I'm Not Human Tonight  

qosmann 67M
209 posts
8/9/2006 5:42 am

Last Read:
8/30/2006 10:52 pm

I'm Not Human Tonight

The great detective fiction writer Raymond Chandler has a special place in my soul. He was a successful businessman once upon a time, but the economy went south and so did his business career. He took up writing at a later age, and while not prolific by any means, managed to define a genre that influenced word and film for a couple of generations. Some folks may know him as the writer of the screenplay for Double Indemnity, the film noir classic starring Fred MacMurry and Barbara Stanwyck. Others know him for his half dozen short stories and his scant 9 novels.

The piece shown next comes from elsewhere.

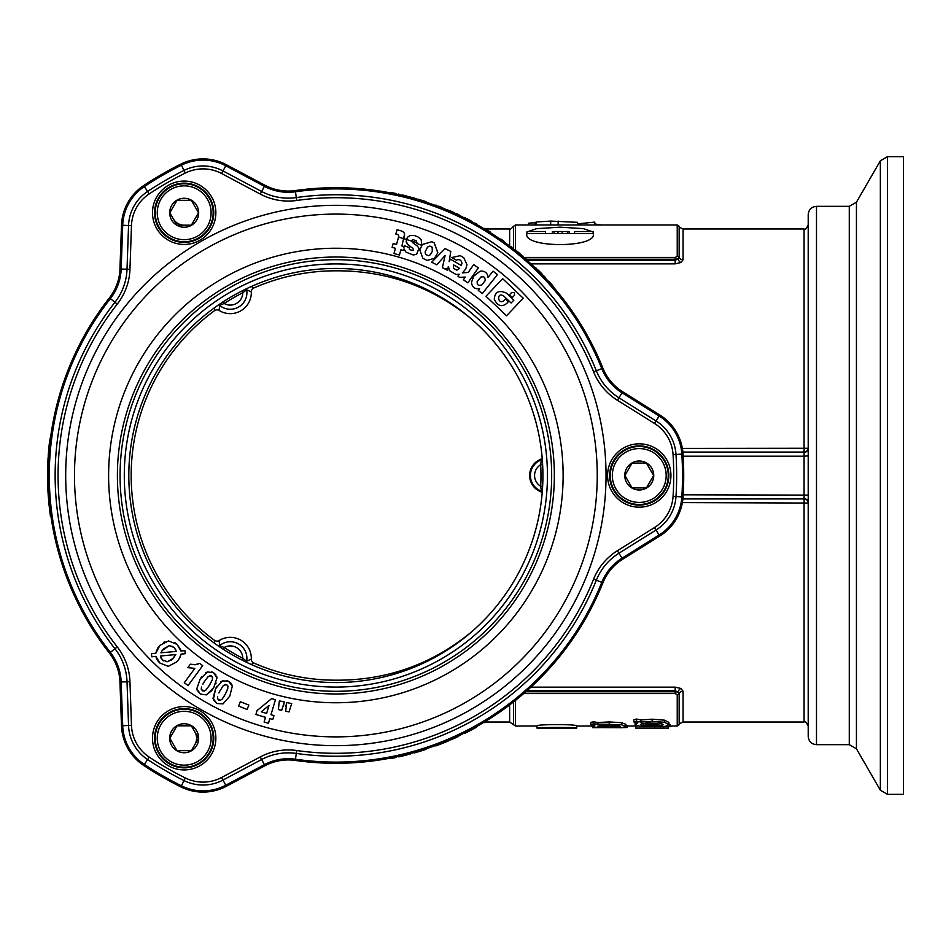 <?xml version="1.0" encoding="UTF-8"?>
<svg xmlns="http://www.w3.org/2000/svg" width="951" height="951" viewBox="0 0 951 951"><rect width="100%" height="100%" fill="white"/><g stroke="black" fill="none" stroke-linecap="round" stroke-linejoin="round"><path stroke-width="1.43" d="M682.378 448.408L808.207 448.254A4.137 4.125 -0 0 1 804.07 452.379L682.925 452.379M816.493 744.669L816.493 206.331L849.279 206.331L849.279 744.669L816.493 744.669C811.453 744.181 808.695 741.411 808.207 736.383L808.207 448.254M808.207 688.429L808.207 502.746A4.137 4.125 0 0 0 804.07 498.621L804.07 456.195L808.207 455.886L808.207 214.617C808.695 209.589 811.453 206.819 816.493 206.331M214.486 643.233L214.522 640.344A204.691 204.691 0 0 1 214.522 310.656L214.486 307.767M471.137 632.26C431.79 664.452 386.712 680.429 335.869 680.191A204.691 204.691 1.5 0 1 253.786 663.013L251.29 664.487M471.137 318.74C431.79 286.548 386.712 270.571 335.869 270.809A204.691 204.691 0 0 0 253.786 287.987L251.29 286.513M527.698 260.265L675.162 260.265L678.015 258.91L675.162 259.231L675.162 257.424L677.16 256.556M591.867 231.545L583.403 228.644L560.056 227.17L536.626 228.656L528.245 231.545M593.115 233.328C598.571 248.318 521.528 248.306 526.997 233.328M677.231 694.741L677.231 726.029L679.157 724.71L679.157 693.588A2.068 1.807 180 0 1 677.231 694.741L675.162 693.576L523.68 693.576M633.794 721.916L633.794 719.8L636.457 719.027L640.891 719.943L652.22 719.194L664.44 720.169L668.922 722.415L668.922 724.519L665.985 725.993L669.944 726.421L639.548 726.207L635.066 724.555L637.907 722.712L633.794 721.916L636.457 721.155L640.891 722.071L652.22 721.322L664.44 722.296L668.922 724.519M668.922 724.234L669.944 724.341L669.944 726.421M635.066 724.555L635.113 722.178M638.252 726.029L626.959 726.029M590.809 724.496L590.809 722.391L593.472 721.809L597.894 722.51L609.222 721.94L621.455 722.677L625.936 724.305L625.936 726.386L623 727.349L626.959 727.586L596.562 727.467L592.081 726.409L594.91 725.09L590.809 724.496L593.472 723.913L621.455 724.781L625.936 726.386M625.936 725.458L626.959 725.518L626.959 727.586M576.758 728.097L576.758 725.898C577.994 724.187 535.782 724.187 537.006 725.898L537.006 728.097C535.793 727.253 577.982 727.253 576.758 728.097L537.006 728.097M530.896 687.145L675.162 687.145L680.892 688.476L683.068 691.234L683.068 722.023L804.07 722.023L804.07 498.918L682.889 498.918M677.231 256.259L677.231 224.971L677.231 256.259A2.068 1.807 180 0 1 679.157 257.412L678.015 258.91A4.184 2.675 -119 0 0 680.892 262.524L683.068 259.766L680.892 262.524L675.162 263.855L530.896 263.855M214.522 640.344A4.137 4.137 -172.5 0 0 219.158 640.522A21.053 21.053 0 0 1 251.314 659.079A4.137 4.137 -127.5 0 0 253.786 663.013M246.618 288.676A4.137 4.137 -62.2 0 0 246.666 289.758L251.314 291.921A21.053 21.053 0 0 1 219.158 310.478L219.61 305.378A4.137 4.137 2.2 0 0 218.694 304.795M223.093 649.141L224.151 647.512L219.61 645.622A4.137 4.137 -2.2 0 1 218.694 646.205M246.618 662.324A4.137 4.137 62.2 0 1 246.666 661.242L242.767 658.258L241.887 659.994M219.158 640.522L219.61 645.622A16.631 16.631 0 0 1 246.666 661.242L251.314 659.079M542.629 464.647L540.691 464.754L541.333 459.88L540.608 459.321A17.415 17.415 0 0 0 540.608 491.667L541.333 491.12L540.691 486.246A205.107 205.107 0 0 0 540.691 464.754A12.494 12.494 0 0 0 540.691 486.246L542.629 486.353M223.093 301.859L224.151 303.488L219.61 305.378A16.631 16.631 0 0 0 246.666 289.758L242.767 292.742L241.887 291.006M541.024 491.869L541.808 492.416M219.158 310.478A4.137 4.137 -7.5 0 0 214.522 310.656M253.786 287.987A4.137 4.137 -52.5 0 0 251.314 291.921M540.62 491.679L542.189 492.808L540.62 491.679M542.296 491.619A4.137 4.137 57.8 0 0 541.333 491.12A16.631 16.631 0 0 1 541.333 459.88A4.137 4.137 -57.8 0 0 542.296 459.381M540.62 459.321L542.189 458.192L540.62 459.321M569.126 233.613L569.126 231.545L552.376 231.545L552.376 233.613M618.364 726.992L620.254 726.386L617.449 725.542L602.958 725.328L618.364 726.992L618.364 725.672M614.857 727.206L599.427 725.672L597.394 726.386L614.857 727.206M661.349 725.423L663.239 724.519L660.446 723.319L645.943 723.022L661.349 725.423L661.349 723.509M657.842 725.768L642.412 723.509L640.392 724.519L643.268 725.542L657.842 725.768M545.565 233.613L545.565 231.545L526.997 231.545L526.997 233.613L562.124 233.613L562.124 231.545M557.987 233.613L557.987 231.545M574.547 233.613L574.547 231.545L593.186 231.545L593.186 233.887M398.576 237.084L416.895 242.671L398.576 237.084M599.213 727.598L622.81 727.705M599.213 727.646L592.687 727.646L592.687 726.921M635.066 726.029L635.672 727.111M570.707 728.038L543.069 728.038M666.592 728.097L635.672 728.097L668.553 728.097L668.553 726.612M526.925 233.887L526.997 231.545M562.124 233.613L593.115 233.613L593.115 231.545M594.755 223.96L601.091 224.971M577.519 223.854L594.755 222.118L594.755 224.971M536.079 224.971L536.079 221.987L550.677 221.084L577.519 222.332L577.519 224.971M528.494 223.2L528.494 224.971L528.494 223.2L536.079 222.653M593.472 723.913L593.472 721.809M592.081 726.409L592.081 724.686M597.894 724.614L597.894 722.51M576.758 727.313L576.758 726.029L592.081 726.029M537.006 727.313L537.006 726.029L515.478 726.029L515.478 700.376M654.657 727.967L654.657 726.683M635.672 728.097L635.672 726.029M660.339 727.967L660.339 726.528M636.457 721.155L636.457 719.027M640.891 722.071L640.891 719.943M275.731 761.549L277.894 761.026M279.558 760.705L283.469 760.17M121.978 219.776L121.49 225.244A49.69 49.69 0 0 1 143.696 185.564A49.69 49.69 0 0 0 121.49 225.244L119.957 268.967A49.69 49.69 0 0 1 109.401 297.901A287.796 287.796 0 0 0 109.401 653.099A49.69 49.69 0 0 1 119.957 682.033L121.49 725.756A49.69 49.69 0 0 0 143.696 765.436A347.84 347.84 0 0 0 180.856 786.893A49.69 49.69 0 0 0 226.338 786.287L217.018 790.091L226.338 786.287L264.96 765.745A49.69 49.69 0 0 1 295.297 760.431A287.796 287.796 0 0 0 602.91 582.832A49.69 49.69 0 0 1 622.679 559.224L659.792 536.031A49.69 49.69 0 0 0 683.056 496.957A347.84 347.84 0 0 0 683.056 454.043A49.69 49.69 0 0 0 659.792 414.969L622.679 391.776A49.69 49.69 0 0 1 602.91 368.168A287.796 287.796 0 0 0 295.297 190.569A49.69 49.69 0 0 1 264.96 185.255L226.338 164.713L217.018 160.909L226.338 164.713A49.69 49.69 0 0 0 180.856 164.107A347.84 347.84 0 0 0 143.696 185.564L141.212 187.323M124.082 739.949L122.025 731.497L121.49 725.756L122.703 725.708A48.477 48.477 0 0 0 144.362 764.426L143.696 765.436A49.69 49.69 0 0 1 121.49 725.756L121.978 731.224M123.297 737.441L124.082 739.973M132.617 755.391L125.104 742.719L127.541 747.843M127.66 748.068L130.822 753.049M132.641 755.439L143.684 765.436M118.221 280.39L117.579 282.53M117.032 284.135L115.546 287.784M132.641 195.561L134.578 193.326M132.617 195.609L125.104 208.281L127.541 203.157M124.082 211.051L121.49 225.232M122.869 215.199L122.156 218.694M675.162 693.576L675.162 691.769L678.015 692.09L675.162 690.735L526.925 690.735M683.068 691.234A4.184 3.661 180 0 0 679.157 693.588L678.015 692.09A4.184 2.675 119 0 1 680.892 688.476M880.353 160.778L856.447 202.194L856.447 748.806L880.353 790.222L880.353 160.778L887.521 156.642L887.521 794.358L880.353 790.222M887.521 794.358L903.45 794.358L903.45 156.642L887.521 156.642M194.931 744.455A12.422 12.422 0 0 0 194.931 732.032M173.415 218.968A12.422 12.422 0 0 0 184.173 225.185M420.829 751.017L418.012 751.872M414.16 752.99L421.388 750.838A288.319 288.319 0 0 0 426 749.364L425.703 748.924M390.718 758.03L391.027 758.494A288.319 288.319 0 0 0 395.889 757.507L395.58 757.044M411.105 753.299L398.017 756.509M406.255 755.094L402.986 755.89M406.35 755.07L405.197 755.356M398.778 756.877L402.832 755.938M410.214 754.072L408.633 754.488M407.087 754.88L403.129 755.867M403.438 755.783L402.725 755.962M441.668 743.706L439.897 744.395M444.26 742.672L443.558 742.945M435.546 745.489L435.843 745.929A288.319 288.319 0 0 0 448.931 740.722L448.634 740.282M462.614 733.887L455.351 737.893M458.109 736.621L456.896 737.18M458.061 736.645L456.599 737.322M456.67 737.287L455.172 737.976M461.449 734.457L450.786 739.926M452.45 739.2L453.175 738.879M472.385 729.453L471.732 729.797M464.219 733.09L464.516 733.53A288.319 288.319 0 0 0 476.748 727.051L476.463 726.623M484.154 722.154L484.439 722.594A288.319 288.319 0 0 0 485.367 722.023M48.632 500.392L48.822 502.603M50.997 516.464L50.474 516.464A288.319 288.319 0 0 1 49.832 511.697L48.834 502.675A288.319 288.319 0 0 0 48.905 503.471L48.893 503.341M48.929 489.836L47.895 489.836A288.319 288.319 0 0 0 48.014 491.917L47.871 489.206M49.072 492.238L48.037 492.238A288.319 288.319 0 0 0 48.251 495.614M47.693 484.725A288.319 288.319 0 0 0 47.764 486.543A288.319 288.319 0 0 0 47.764 486.567L48.121 481.051M47.55 476.748L47.562 473.17M47.562 472.647L47.574 471.779M47.716 465.871L47.847 462.424A288.319 288.319 0 0 0 47.562 473.063L48.073 473.063M48.037 458.834L48.121 457.455L49.155 457.455M48.228 455.707L48.299 454.744M47.788 463.838L48.37 462.424M48.382 453.544L48.216 455.874M47.847 462.293L47.895 461.485M48.691 449.906L48.62 450.691M49.226 444.474L49.404 442.833M49.357 502.675L48.477 498.562L49.511 498.562M48.394 497.587L48.144 494.033M191.353 750.66L198.521 738.238L191.353 725.815L177.005 725.815L169.825 738.238L177.005 750.66L191.353 750.66M169.825 212.762L177.005 225.185L191.353 225.185L198.521 212.762L191.353 200.34L177.005 200.34L169.825 212.762M646.43 463.078L632.082 463.078L624.914 475.5L632.082 487.922L646.43 487.922L653.599 475.5L646.43 463.078M176.934 725.684A14.491 14.491 0 0 1 196.726 730.998A14.491 14.491 0 0 1 191.424 750.791A14.491 14.491 0 0 1 171.62 745.489A14.491 14.491 0 0 1 176.934 725.684M198.664 212.762A14.491 14.491 0 0 1 184.173 227.253A14.491 14.491 0 0 1 169.682 212.762A14.491 14.491 0 0 1 184.173 198.272A14.491 14.491 0 0 1 198.664 212.762M632.011 488.053A14.491 14.491 0 0 1 626.697 468.249A14.491 14.491 0 0 1 646.502 462.947A14.491 14.491 0 0 1 651.804 482.751A14.491 14.491 0 0 1 632.011 488.053M197.63 761.549A26.913 26.913 0 0 0 197.63 714.926A26.913 26.913 0 0 0 157.26 738.238A26.913 26.913 0 0 0 197.63 761.549M157.26 212.762A26.913 26.913 0 0 0 197.63 236.074A26.913 26.913 0 0 0 197.63 189.451A26.913 26.913 0 0 0 157.26 212.762M652.707 452.189A26.913 26.913 0 0 0 612.337 475.5A26.913 26.913 0 0 0 652.707 498.811A26.913 26.913 0 0 0 652.707 452.189M169.682 713.131A28.982 28.982 0 0 0 159.067 752.728A28.982 28.982 0 0 0 198.664 763.344A28.982 28.982 0 0 0 209.279 723.747A28.982 28.982 0 0 0 169.682 713.131M213.167 212.762A28.982 28.982 0 0 0 184.173 183.769A28.982 28.982 0 0 0 155.191 212.762A28.982 28.982 0 0 0 184.173 241.744A28.982 28.982 0 0 0 213.167 212.762M624.759 500.606A28.982 28.982 0 0 0 664.357 489.991A28.982 28.982 0 0 0 653.753 450.394A28.982 28.982 0 0 0 614.156 461.009A28.982 28.982 0 0 0 624.759 500.606M269.002 705.476L266.649 713.405L261.275 711.812L269.002 705.476L261.275 711.812L266.649 713.405L269.002 705.476M222.189 699.068L220.335 700.305L222.189 699.068L225.47 693.838L227.824 688.358L226.54 691.698M226.29 684.542L223.212 685.719L219.919 690.949L223.212 685.719L225.066 684.47L226.707 684.708L227.99 686.586M219.919 690.949L218.908 692.97M220.739 700.174L218.694 700.067L217.399 698.2M225.47 693.838L223.116 697.879M205.927 690.022L203.989 691.127L205.927 690.022L209.589 685.065L212.358 679.763L208.435 686.86M211.098 675.84L207.948 676.791L204.275 681.76L207.948 676.791L209.886 675.685L211.502 676.042L212.644 678.004M204.275 681.76L202.848 684.185M204.406 691.032L202.373 690.771L201.232 688.809M162.122 650.603L169.147 645.658L173.011 646.585M175.424 649.01L176.28 651.423L174.152 647.476L169.147 645.658L163.465 648.986L161.527 651.518M168.767 661.432L166.163 661.718M163.536 660.826L160.969 658.033M175.804 654.585L160.422 656L162.395 659.946L167.424 661.706L173.237 658.318L175.804 654.585L172.262 659.281M171.37 660.018L170.704 660.493M160.636 657.165L160.434 656.131M429.804 246.059L432.146 247.165L429.804 246.059L427.558 247.07L425.109 251.956L427.558 247.07M425.596 254.392L425.109 251.956L425.596 254.392L428.354 255.676L429.947 254.987L428.354 255.676M431.457 253.251L429.947 254.987L432.325 251.397L432.146 247.165M459.618 268.36L456.753 270.155L459.618 268.36L453.686 264.937L459.618 268.36M453.449 268.241L453.686 264.937L453.449 268.241L456.753 270.155M483.524 276.729L484.689 277.549L483.524 276.729L480.885 277.05L477.081 281.781L480.885 277.05M477.39 284.278L477.081 281.781L477.39 284.278L478.733 285.419L481.765 285.038L478.733 285.419M485.355 280.367L481.765 285.038L485.355 280.367L484.689 277.549M514.503 295.25L512.363 297.497L514.503 295.25L514.432 292.433L514.503 295.25M511.614 292.504L514.432 292.433L511.614 292.504L509.474 294.762L512.363 297.497M506.764 303.405C501.724 307.399 497.563 306.008 494.27 299.244C494.841 291.814 498.918 289.782 506.491 293.134C498.918 289.782 494.841 291.814 494.27 299.244C497.563 306.008 501.724 307.399 506.764 303.405L508.416 301.669L506.764 303.405M505.528 298.923L508.416 301.669L505.528 298.923L503.864 300.671C497.718 305.651 496.208 291.196 503.745 296.023C496.208 291.196 497.718 305.651 503.864 300.671M513.861 300.124L511.115 303.012L513.861 300.124L506.491 293.134M213.785 738.238A29.612 29.612 0 0 0 158.532 723.438A29.612 29.612 0 0 0 169.373 763.879A29.612 29.612 0 0 0 213.785 738.238M213.785 212.762A29.612 29.612 0 0 0 169.373 187.121A29.612 29.612 0 0 0 169.373 238.404A29.612 29.612 0 0 0 213.785 212.762M664.892 490.3A29.612 29.612 0 0 1 616.569 494.532A29.612 29.612 0 0 1 629.122 447.683A29.612 29.612 0 0 1 664.892 490.3M217.565 696.429L217.565 698.866L220.335 700.305M227.824 688.358L227.836 685.909L226.707 684.708M201.517 687.062L201.339 689.487L203.989 691.127M212.358 679.763L212.537 677.326L211.502 676.042M160.897 652.814L176.28 651.423M503.745 296.023L511.115 303.012M289.045 711.93L285.692 711.193L286.715 702.504L291.672 703.609L289.045 711.93M281.698 710.302L278.346 709.565L279.368 700.875L284.325 701.969L281.698 710.302L278.346 709.565M247.082 709.482L238.582 706.07L240.341 701.695L248.841 705.095L247.082 709.482M202.706 665.641L188.084 685.516L184.292 682.723L194.836 668.387L187.822 667.65L190.355 664.214L194.919 664.761L199.627 663.382L202.706 665.641L199.627 663.382M268.444 723.295L264.105 722.011L265.495 717.316L255.926 714.486L257.079 710.587L271.653 698.616L275.421 699.734L270.999 714.688L273.947 715.568L272.794 719.479L269.834 718.599L268.444 723.295M222.379 680.892L228.513 681.249L232.306 686.111L229.809 696.108L223.021 703.883L216.887 703.526L213.012 698.391L215.604 688.643L222.379 680.892L220.644 681.962M207.473 671.917L213.559 672.737L216.983 677.861L213.761 687.644L206.403 694.896L200.316 694.075L196.833 688.667L200.138 679.145L207.473 671.917L205.666 672.856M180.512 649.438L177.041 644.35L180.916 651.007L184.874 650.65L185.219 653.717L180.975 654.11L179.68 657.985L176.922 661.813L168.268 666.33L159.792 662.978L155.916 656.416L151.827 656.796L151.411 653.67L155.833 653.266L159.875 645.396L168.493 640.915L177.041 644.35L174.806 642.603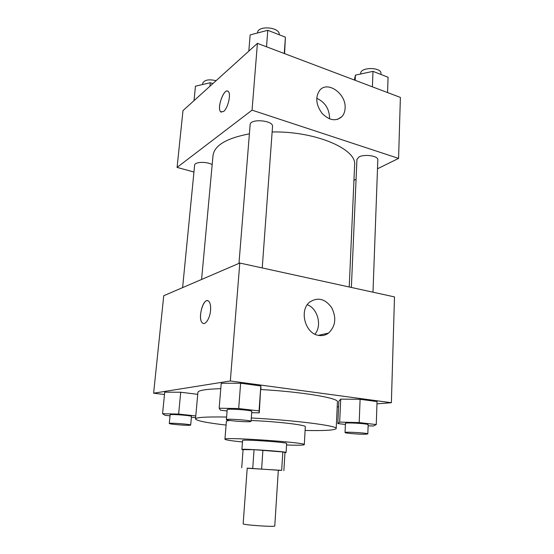 <?xml version="1.0" encoding="UTF-8"?>
<svg xmlns="http://www.w3.org/2000/svg" width="554" height="554" viewBox="0 0 554 554"><rect width="100%" height="100%" fill="white"/><g stroke="black" fill="none" stroke-linecap="round" stroke-linejoin="round"><path stroke-width="0.83" d="M243.158 523.807C242.167 524.922 275.601 527.2 274.77 525.968L278.309 470.242L247.216 468.116L243.158 523.807M241.717 467.763L243.074 449.647L254.057 449.682L282.831 451.967L281.681 470.353L247.209 468.262M278.302 470.346L281.681 470.353M282.831 451.967L284.985 452.424L283.863 470.609M284.971 452.68L286.086 452.514C287.491 451.614 240.651 448.421 241.911 449.502L243.061 449.834M241.911 449.502L242.59 440.499C241.35 439.1 288.059 442.286 286.64 443.505L286.086 452.514M262.901 450.201L261.627 468.836M254.057 449.682L252.735 468.262M286.55 444.973C297.81 445.374 303.724 445.264 304.298 444.64C307.221 442.48 222.341 436.697 224.938 439.232C225.423 439.924 231.267 440.839 242.479 441.967M304.298 444.64L305.302 426.732C306.681 425.029 276.328 421.456 251.128 420.514M229.827 420.486C227.562 420.687 226.413 420.978 226.378 421.352L224.938 439.232M305.095 430.465C324.637 430.853 335.011 430.209 336.202 428.54C338.307 425.874 295.102 420.237 251.308 417.993M226.607 417.037C206.365 416.698 195.998 417.335 195.52 418.949C196.469 420.77 206.656 422.813 226.08 425.077M195.52 418.949L197.91 392.37C198.228 390.376 205.853 389.137 220.783 388.666M260.913 389.545C302.269 391.823 339.166 398.146 337.434 401.885L336.202 428.54M376.969 403.845L391.373 402.723L230.326 380.972L153.617 393.201L164.49 394.503M337.199 406.941L338.577 406.837M195.791 415.929L178.63 414.073L180.715 392.239L197.736 394.33L180.715 392.239L164.725 392.163L162.564 413.727L165.113 415.32L170.036 415.839M251.696 412.695L259.279 412.841L260.802 385.944L240.63 383.229L221.233 383.278L219.162 408.222L220.513 410.216L227.098 410.971M368.119 425.846L373.451 425.984L376.263 424.572L377.045 401.574L360.1 399.296L340.724 399.122L338.84 401.179L337.808 423.575L345.398 424.44M210.562 310.344C209.973 318.467 205.146 325.8 202.404 322.927C197.141 318.806 203.747 296.155 208.754 301.279C210.278 302.872 210.88 305.891 210.562 310.344M391.373 402.723L394.496 296.902L239.792 263.032L230.326 380.972M239.792 263.032L163.742 295.732L153.617 393.201M207.688 300.718C202.508 299.202 197.73 319.367 202.411 322.927L202.411 322.927M318.695 335.412C305.074 333.792 298.848 310.025 309.88 301.958C317.982 296.902 325.267 298.841 331.742 307.761C336.617 317.885 335.558 326.327 328.557 333.093C325.62 335.232 322.331 336.008 318.695 335.412M314.928 334.187C322.248 325.697 317.809 308.606 307.318 304.728M201.587 279.458L213.02 155.48C214.391 145.418 226.517 138.209 249.404 133.839M272.139 131.963C315.856 131.083 357.205 149.268 354.615 165.134L349.228 286.993M372.994 292.193L377.828 159.829C378.486 155.937 364.4 153.783 358.992 156.983L356.942 159.386L351.368 287.457M182.612 287.616L194.627 165.161C194.496 161.768 207.092 161.387 212.175 164.656M238.975 263.385L250.138 124.685C250.041 118.307 273.607 120.287 272.526 126.561L262.236 267.949M193.948 172.024L177.079 167.405L182.979 110.613L257.416 43.357L252.056 110.149L177.079 167.405M353.944 180.348L356.077 179.302M377.503 168.769L398.582 158.402L252.056 110.149M398.582 158.402L400.383 97.414L257.416 43.357M345.094 108.335C344.907 111.714 343.847 114.477 341.929 116.631C335.987 121.638 329.401 120.578 322.158 113.452C315.995 105.004 315.143 97.345 319.61 90.461C327.428 80.219 346.479 93.882 345.094 108.335M223.553 111.527L220.679 111.79C216.455 108.175 224.384 86.971 228.317 91.555C231.323 94.014 227.874 108.432 223.553 111.527M329.533 118.875L329.588 118.168C329.284 108.771 324.99 102.137 316.715 98.273M227.666 91.126C223.317 89.159 216.808 108.57 220.686 111.797L221.351 112.22M387.551 92.56L388.07 77.241L372.987 71.355L355.412 75.122L354.345 80.005M355.412 75.122L355.176 80.316M372.987 71.355L372.385 86.826M360.661 74.001L360.682 73.447C360.405 66.84 381.748 67.006 380.972 73.627L380.944 74.458M284.583 53.627L285.414 37.18L267.79 30.297L250.159 34.902L248.808 51.134M285.414 37.18L284.264 53.509M267.79 30.297L266.522 46.799M257.52 32.977L257.534 32.838C257.568 25.055 280.372 27.063 279.216 34.736L279.216 34.757M212.854 83.619L210.264 82.74L195.465 86.175L194.018 100.641M210.264 82.74L209.924 86.265M202.529 84.533L202.646 83.377C204.246 79.915 208.733 79.014 216.108 80.676M376.263 424.572L359.186 422.584L339.678 422.1L337.808 423.575M345.052 432.536L345.447 423.381C344.851 422.245 368.798 423.658 368.161 424.731L367.821 433.921L365.522 434.218C359.574 434.419 344.574 433.186 345.052 432.536C344.45 431.559 368.458 433.013 367.821 433.921M377.045 401.574L360.1 399.296L340.724 399.122L339.678 422.1M340.724 399.122L338.84 401.179M360.1 399.296L359.186 422.584M259.279 412.841L259.043 410.916L238.684 408.547L219.162 408.222M226.399 419.627L227.202 409.676C226.634 408.312 252.569 410.154 251.793 411.421L251.066 421.372L249.549 421.684C244.162 422.093 225.81 420.472 226.399 419.627C225.817 418.464 251.835 420.299 251.066 421.372M260.989 388.548L260.802 385.944L259.043 410.916M260.802 385.944L240.63 383.229L238.684 408.547M240.63 383.229L221.233 383.278M191.386 417.411L195.645 417.515M178.63 414.073L162.564 413.727M169.289 423.478L170.133 414.856C169.669 413.838 192.155 415.548 191.469 416.476L190.68 425.077L189.731 425.271C185.632 425.59 168.755 424.115 169.289 423.478C168.804 422.598 191.359 424.288 190.68 425.077M180.715 392.239L164.725 392.163M328.557 333.093L318.356 335.35M341.929 116.631L337.407 119.442"/></g></svg>

I feel a certain kinship to Chandler. Like him, I think I know some great secret in the world that only I know, and which I grudgingly share, mostly through my conversation in chat rooms, and lately, here in the blogesphere universe.

So when I entered that severe funk of yesterday (see my previous entry) I immediately defaulted to a frame of reference to find perspective. That reference? Why, Raymond Chandler, of course!

The passage is from The Little Sister, a case that rips Phillip Marlowe from place to place, clue to unrelated clue in the typical Chandler helter skelter. Marlowe is lost, with nothing making sense. He has dinner and a drink or seven, then takes off on a drive through Los Angeles' San Fernando Valley. He observes, he makes cynical comments. You know the kind. The world is crap and going to hell in a hand basket and I see it all arent't I smart for realizing it.

And every time he reaches the point of sheer rant, he steps back, realizing the fault is in him, not in the world around him.

"You're not human tonight, Marlowe" is the refrain of this brilliant piece of writing.

So here I am, recovering from a day in which I was a complete jerk, a total fucking asshole. Neither was I... not human. I picked fights with people in chatrooms. Maybe I had a point. I could have taken the high ground but I did not. I was not human.

Then contact from a talented, creative, attractive, conflicted, but nevertheless transmogrifying young lady whose smile drops me at 50 yards and whose voice drills into my soul, and compels me to want to hold her, care for her.

Now, recovered, I can find perspective.

With any luck, I have weathered the phase. With any luck, now I am human again.

madiemoon 53F
2090 posts
8/9/2006 3:44 pm

gosmann ....

unfortunately we all have these days. this is our nature (or life inflicted) for some crazy reason. somewhere seeded deeply within us is a rage and unpleasantness that at times needs to escape. all we can do is hope that those around us realize that this is temporary and will soon pass. we are not always the unhuman as we so seem to be at that particular moment.